Apa saja cara untuk memproduksi hidrogen?
Saat ini, terdapat beberapa metode utama produksi hidrogen:
Produksi hidrogen dari bahan bakar fosil: terutama meliputi produksi hidrogen dari gas alam dan produksi hidrogen dari batu bara. Produksi hidrogen dari gas alam saat ini merupakan metode produksi hidrogen yang paling penting, terutama menggunakan metode reformasi uap metana. Meskipun biaya produksi hidrogen dari batu bara rendah, metode ini tidak ramah lingkungan.
Produksi hidrogen produk sampingan industri:Menggunakan produk sampingan yang dihasilkan dalam proses produksi industri untuk menghasilkan hidrogen, biayanya rendah. Ini terutama mencakup produksi hidrogen dari gas oven kokas dan hidrogen yang diproduksi oleh industri klor-alkali.
Produksi hidrogen dengan elektrolisis air:Hidrogen diproduksi melalui elektrolisis air. Produk ini memiliki kemurnian tinggi dan tidak mengandung polusi. Ini merupakan arah utama untuk pengembangan di masa mendatang. Akan tetapi, biaya saat ini relatif tinggi dan perlu dikurangi lebih lanjut.
Konsumsi energi rendah dan efisiensi lebih baik.
Produksi hidrogen biomassa:Menggunakan bahan biomassa untuk menghasilkan hidrogen melalui proses biologis atau termokimia, teknologinya belum sepenuhnya matang.
Fotolisis air untuk menghasilkan hidrogen:Menggunakan energi matahari untuk langsung membelah air guna menghasilkan hidrogen, teknologi ini masih dalam tahap penelitian dan pengembangan.
Dari perspektif ekonomi dan kematangan teknologi, produksi hidrogen dari gas alam dan hidrogen produk sampingan industri saat ini mendominasi. Namun dalam jangka panjang, produksi hidrogen melalui elektrolisis air dianggap sebagai arah utama untuk pengembangan di masa mendatang karena karakteristiknya yang bersih dan ramah lingkungan. Dengan kemajuan teknologi dan pengurangan biaya, produksi hidrogen dari elektrolisis air diharapkan dapat membuka peluang pengembangan penting dalam 3-5 tahun mendatang.
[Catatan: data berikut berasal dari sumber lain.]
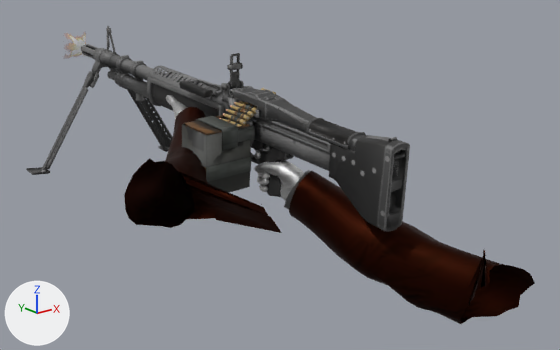
A saved change to the OBJ model GameData/Animations/LMG/Fire/frame_2.obj.
Both versions are drawn from a camera (50 mm lens) standing at (-1.46, -1.52, 0.38) and looking at (0.18, 0.54, -0.44). Every picture has the same lights, and +X, +Y and +Z are marked at lower left. Where no turn or scale is listed for an object, it has been applied to the vertices.
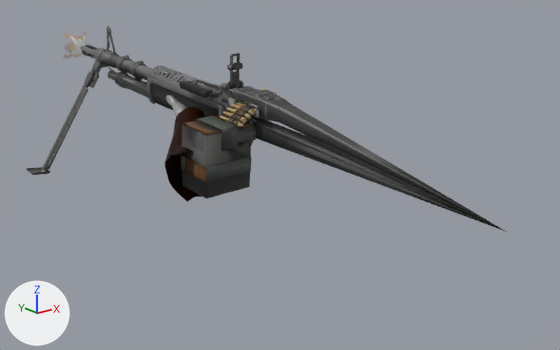
Location of each change, [x1, y1, x2, y2] in pixels of the pictures (560 x 350 px):
'Mesh.005', reshaped (25% wider)
    before: [26, 26, 410, 231]
    after: [26, 26, 507, 232]
'PlayerModelMerged.001_PlayerModelMerged', reshaped
    before: [124, 95, 535, 325]
    after: [165, 95, 206, 202]
part 1 of me_mesh_005, deleted (black)
    before: [117, 69, 405, 197]
part 2 of me_mesh_005, cut back
    before: [81, 44, 410, 231]
    after: [81, 47, 253, 127]
part 3 of me_mesh_005, added
    after: [246, 106, 507, 232]
part 4 of me_playermodelmerged_001_playermodelmerged, deleted
    before: [254, 150, 304, 201]
part 5 of me_playermodelmerged_001_playermodelmerged, deleted (black)
    before: [289, 171, 535, 325]
part 6 of me_playermodelmerged_001_playermodelmerged, deleted
    before: [284, 170, 310, 209]
part 7 of me_playermodelmerged_001_playermodelmerged, deleted
    before: [124, 151, 282, 233]

Diff of the bpy script that builds the scene:
```diff
--- a/GameData/Animations/LMG/Fire/frame_2.obj.py
+++ b/GameData/Animations/LMG/Fire/frame_2.obj.py
@@ me_mesh_005 @@
 # used by ob_mesh_005; location = (0.0, 0.0, 0.0)
-me_mesh_005.from_pydata(...)  # 10811 vertices, 20781 faces, 17 loose edges; spans x -0.31..0.41, y -0.1..1.8, z -0.62..0.0
+me_mesh_005.from_pydata(...)  # 3878 vertices, 6644 faces, 13 loose edges; spans x -0.31..0.14, y -0.46..1.8, z -0.61..0.0
+# me_mesh_005 part 1: 18 loose pieces with 1225 vertices, spanning x 0.04..0.41, y -0.09..1.66, z -0.62..-0.13, are deleted
+# me_mesh_005 part 2: 219 vertices moved within x -0.11..0.12, y 0.48..1.8, z -0.3..-0.02; 5802 vertices removed from x -0.15..0.15, y -0.1..1.8, z -0.45..-0.06; 93 vertices added at x -0.06..0.11, y 0.49..1.46, z -0.25..-0.02
+# me_mesh_005 part 3: 1 vertex added at x 0.12, y -0.46, z -0.34
 me_mesh_005.materials.append(mat_bits_m)
@@ me_playermodelmerged_001_playermodelmerged @@
 # used by ob_playermodelmerged_001_playermodelmerged; location = (0.0, 0.0, 0.0)
-me_playermodelmerged_001_playermodelmerged.from_pydata(...)  # 1157 vertices, 2192 faces; spans x -0.496..0.461, y -0.346..1.047, z -0.754..-0.205
+me_playermodelmerged_001_playermodelmerged.from_pydata(...)  # 475 vertices, 890 faces; spans x -0.222..0.145, y 0.531..1.047, z -0.48..-0.205
+# me_playermodelmerged_001_playermodelmerged part 4: the loose piece of 328 vertices spanning x 0.043..0.142, y 0.271..0.541, z -0.479..-0.326 is deleted
+# me_playermodelmerged_001_playermodelmerged part 5: the loose piece of 208 vertices spanning x 0.025..0.461, y -0.346..0.351, z -0.754..-0.348 is deleted
+# me_playermodelmerged_001_playermodelmerged part 6: the loose piece of 40 vertices spanning x 0.027..0.167, y 0.213..0.368, z -0.514..-0.348 is deleted
+# me_playermodelmerged_001_playermodelmerged part 7
+# 106 vertices are removed from x -0.496..-0.134, y -0.047..0.63, z -0.481..-0.238
+# 210 faces are deleted
 me_playermodelmerged_001_playermodelmerged.materials.append(mat_gloves)
```
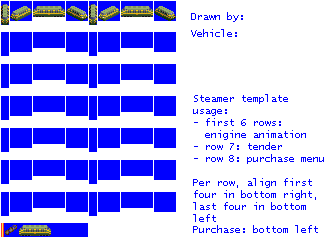
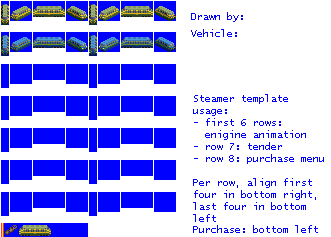
Layers edited between the first and the second 331 x 237 image:
added layer "Pasted Layer" above "empty.png" over [154, 37, 176, 52]
painted on "empty.png" over [1, 35, 153, 56]
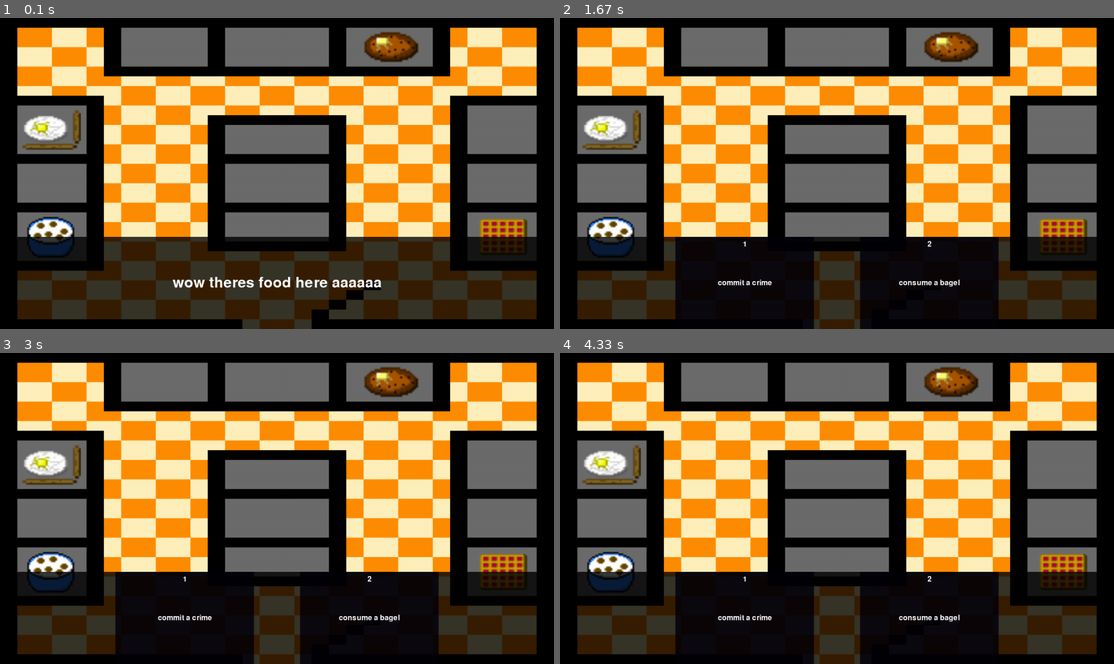
Above: before the commit, frames 1-4 (two rows, left to right).
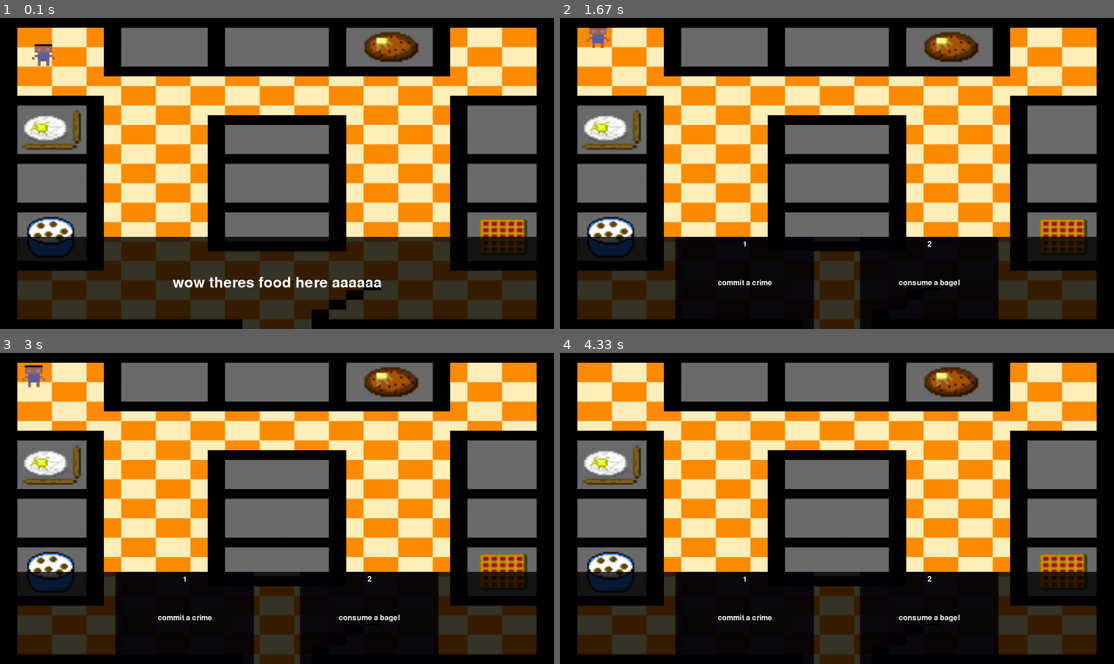
Above: after the commit, the same moments.

Repository: tymatt1/AnOrdinaryDay
Game: pygame game, started from src/main.py
Two runs of this game, one before a commit and one after it. Both use one fixed random seed, a clock stepped at 60 frames per second and the inputs below.
Inputs:
- Up to frame 1 (0.1 s): no input
- Up to frame 2 (1.67 s): hold W 0.33-0.8 s; hold A 0.83-1.37 s; tap Space at 0.9, 1.2, 1.47 s; hold S from 1.4 s (still down)
- Up to frame 3 (3 s): release S at 1.7 s; hold A 1.73-2.13 s; tap Space at 1.8, 2.1, 2.23, 2.63 s; hold W 2.17-2.53 s; hold S 2.57-2.93 s; hold A from 2.97 s (still down)
- Up to frame 4 (4.33 s): tap Space at 3.03, 3.33, 3.53, 3.87, 4.17 s; release A at 3.43 s; hold W 3.47-3.77 s; hold A from 3.8 s (still down)

The runs differ from the first frame. In frame 1, 0.2% of the frame differs, in the area x 5-10%, y 8-16%; in frame 2, 0.2%; in frame 3, 0.2%; in frame 4, nothing differs.

Commit message:
Added character movement and drawing

Diff:
--- a/src/main.py
+++ b/src/main.py
@@ -3,7 +3,7 @@
 import Input
 import scenes
 import renderHelper as rh
-
+import playerRender
 
 FPS = 60
 
@@ -26,6 +26,7 @@
 
     scenes.currentScene.update()
     scenes.currentScene.render()
+    playerRender.drawCharacter()
 
     rh.render()  # maybe delete later???
     pg.time.wait(int(1000 / FPS) - (pg.time.get_ticks() - startMillis))  # do math to fps limit the game
--- /dev/null
+++ b/src/playerRender.py
@@ -0,0 +1,21 @@
+import Input
+import pygame
+import renderHelper as rh
+import Assets
+
+draw = True
+x = 0
+y = 0
+
+
+def drawCharacter():
+    global x, y
+    rh.drawImg(Assets.character, (x, y), (200, 150))
+    if Input.getKey(pygame.K_w):
+        y -= 3
+    if Input.getKey(pygame.K_s):
+        y += 3
+    if Input.getKey(pygame.K_a):
+        x -= 3
+    if Input.getKey(pygame.K_w):
+        x += 3

Apa itu hidrogen hijau, hidrogen biru, hidrogen abu-abu?
Tergantung pada metode produksi hidrogen dan tingkat emisi karbon, hidrogen dapat dibagi menjadi tiga jenis: hidrogen abu-abu, hidrogen biru, dan hidrogen hijau:
Hidrogen abu-abu:
Hidrogen abu-abu adalah hidrogen yang diproduksi dari bahan bakar fosil (seperti gas alam, batu bara, minyak bumi, dll.). Saat ini, ini merupakan metode produksi hidrogen yang paling penting, yang mencakup sekitar 95% dari produksi hidrogen global. Biaya produksi hidrogen abu-abu lebih rendah, tetapi emisi karbonnya besar dan berdampak lebih besar pada lingkungan.
Hidrogen biru:
Hidrogen biru juga diproduksi dari bahan bakar fosil (terutama gas alam), tetapi menggunakan teknologi penangkapan dan penyimpanan karbon (CCS) dalam proses produksinya. Metode ini dapat mengurangi emisi karbon secara signifikan, tetapi biaya penangkapannya tinggi. Hidrogen biru dianggap sebagai produk antara dalam transisi dari hidrogen abu-abu menjadi hidrogen hijau.
Hidrogen hijau:
Hidrogen hijau adalah hidrogen yang diproduksi dengan mengelektrolisis air menggunakan sumber energi terbarukan (seperti energi matahari, energi angin, dll.). Metode ini hampir tidak menghasilkan emisi karbon selama seluruh proses produksi dan merupakan cara terbersih untuk memproduksi hidrogen. Saat ini, biaya hidrogen hijau relatif tinggi, tetapi seiring dengan penurunan biaya energi terbarukan dan kemajuan teknologi elektrolisis, keekonomiannya diperkirakan akan terus membaik.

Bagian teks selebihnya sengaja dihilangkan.